The task: Go through the entries below and work out how many lines include "polyline"; give only that number.

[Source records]
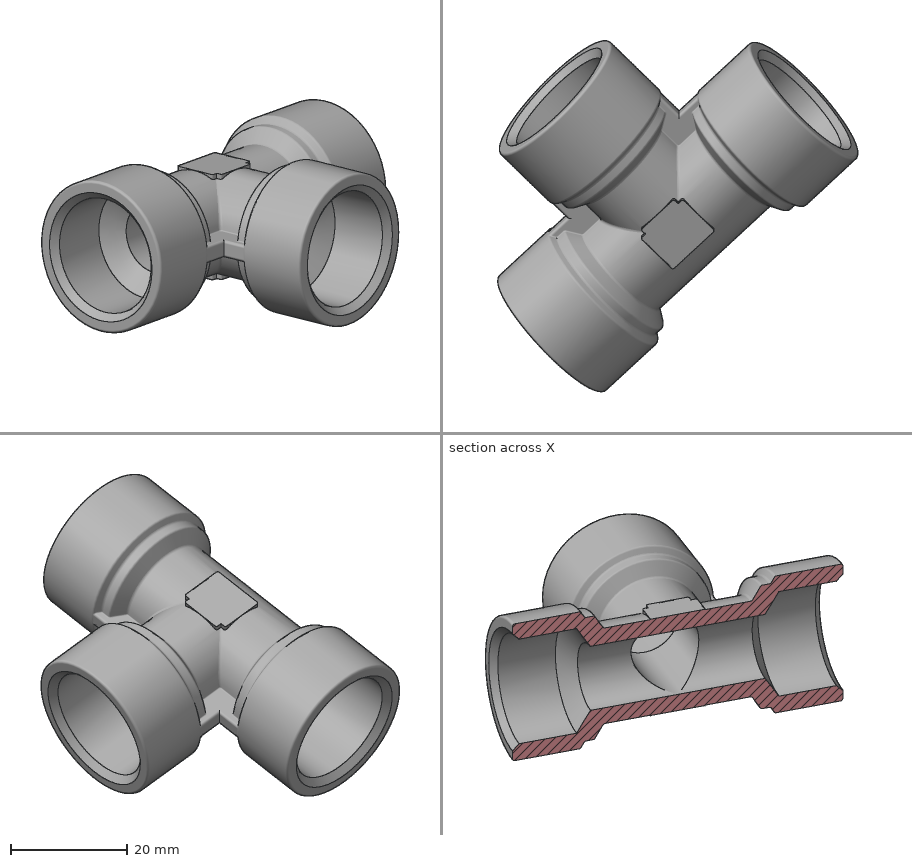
import cadquery as cq

arm_reach = 30.5
neck_radius = 9.45
collar_radius = 12.2
sleeve_radius = 27.0 / 2

neck_end = 13.65
collar_start = 15.4
collar_end = 17.15
sleeve_start = 17.95

bore_radius = 12.5 / 2
socket_radius = 20.5 / 2
mouth_radius = 11.45
mouth_depth = 1.2
socket_floor = 18.65
taper_length = 2.55

gusset_thickness = 3.0
gusset_inner = 5.5
gusset_outer = 13.4
gusset_reach = 18.1

pad_width = 7.9
pad_length = 10.1
pad_height = 9.5
pad_corner_radius = 0.35

edge_radius = 0.5
root_radius = 0.25
margin = 0.05


def revolved_about_x(profile):
    """Solid of revolution from (distance along X, radius) points."""
    return cq.Workplane("XY").polyline(profile).close().revolve(360, (0, 0, 0), (1, 0, 0))


def arm_outside():
    """Outer solid of one arm along +X: neck, conical steps, collar and sleeve."""
    arm = revolved_about_x([
        (0, 0),
        (0, neck_radius),
        (neck_end, neck_radius),
        (collar_start, collar_radius),
        (collar_end, collar_radius),
        (sleeve_start, sleeve_radius),
        (arm_reach, sleeve_radius),
        (arm_reach, 0),
    ])
    return arm.edges("%CIRCLE and (not <X)").fillet(edge_radius)


def arm_inside():
    """Bore of one arm along +X: passage, taper, pipe socket and mouth chamfer."""
    return revolved_about_x([
        (0, 0),
        (0, bore_radius),
        (socket_floor - taper_length, bore_radius),
        (socket_floor, socket_radius),
        (arm_reach - mouth_depth, socket_radius),
        (arm_reach, mouth_radius),
        (arm_reach, 0),
    ])


def on_all_arms(branch):
    """Join the branch shape with a copy on each end of the run."""
    front = branch.rotate((0, 0, 0), (0, 0, 1), -90)
    back = front.mirror("XZ")
    return branch.union(front).union(back)


def gusset():
    """L-shaped web in the +Y corner, with its free edges rounded."""
    web = (
        cq.Workplane("XY")
        .polyline([
            (gusset_inner, gusset_inner),
            (gusset_reach, gusset_inner),
            (gusset_reach, gusset_outer),
            (gusset_outer, gusset_outer),
            (gusset_outer, gusset_reach),
            (gusset_inner, gusset_reach),
        ])
        .close()
        .extrude(gusset_thickness / 2, both=True)
    )
    low = gusset_outer - margin
    high = gusset_reach + margin
    free_edges = cq.selectors.BoxSelector(
        (low, low, -gusset_thickness), (high, high, gusset_thickness), boundingbox=True
    )
    return web.edges(free_edges).edges("|X or |Y").fillet(edge_radius)


def pads():
    """Top and bottom pads: a rectangle along the run joined to one along the branch."""
    along_run = (
        cq.Workplane("XY")
        .rect(pad_width, pad_length)
        .extrude(pad_height, both=True)
        .edges("|Z")
        .fillet(pad_corner_radius)
    )
    along_branch = (
        cq.Workplane("XY")
        .center(pad_length / 4, 0)
        .rect(pad_length / 2, pad_width)
        .extrude(pad_height, both=True)
        .edges("|Z and >X")
        .fillet(pad_corner_radius)
    )
    return along_run.union(along_branch)


def corner_box(x_range, y_range, z_range, side):
    """Selector for edges centred in a box, mirrored to the given side of the branch."""
    x_low, x_high = x_range
    y_low, y_high = sorted(side * y for y in y_range)
    z_low, z_high = z_range
    return cq.selectors.BoxSelector((x_low, y_low, z_low), (x_high, y_high, z_high))


def round_neck_seam(body, side):
    """Round the inner corner where the branch neck meets the run neck."""
    span = (pad_width / 2, neck_radius)
    seam = corner_box(span, span, (-neck_radius, neck_radius), side)
    return body.edges("%ELLIPSE").edges(seam).fillet(edge_radius)


def round_gusset_root(body, side):
    """Round the root of a gusset where it meets the necks, cones and collars.

    The root is one smooth loop around the web, so rounding the stretch along the
    upper side of the branch carries on around both faces.
    """
    face_z = gusset_thickness / 2
    root = corner_box(
        (neck_end, sleeve_start),
        (neck_radius, gusset_outer - edge_radius - margin),
        (face_z - margin, face_z + margin),
        side,
    )
    return body.edges(root).fillet(root_radius)


body = on_all_arms(arm_outside()).union(gusset()).union(gusset().mirror("XZ")).union(pads())
for side in (1, -1):
    body = round_neck_seam(body, side)
    body = round_gusset_root(body, side)

result = body.cut(on_all_arms(arm_inside()))

Answer section: 2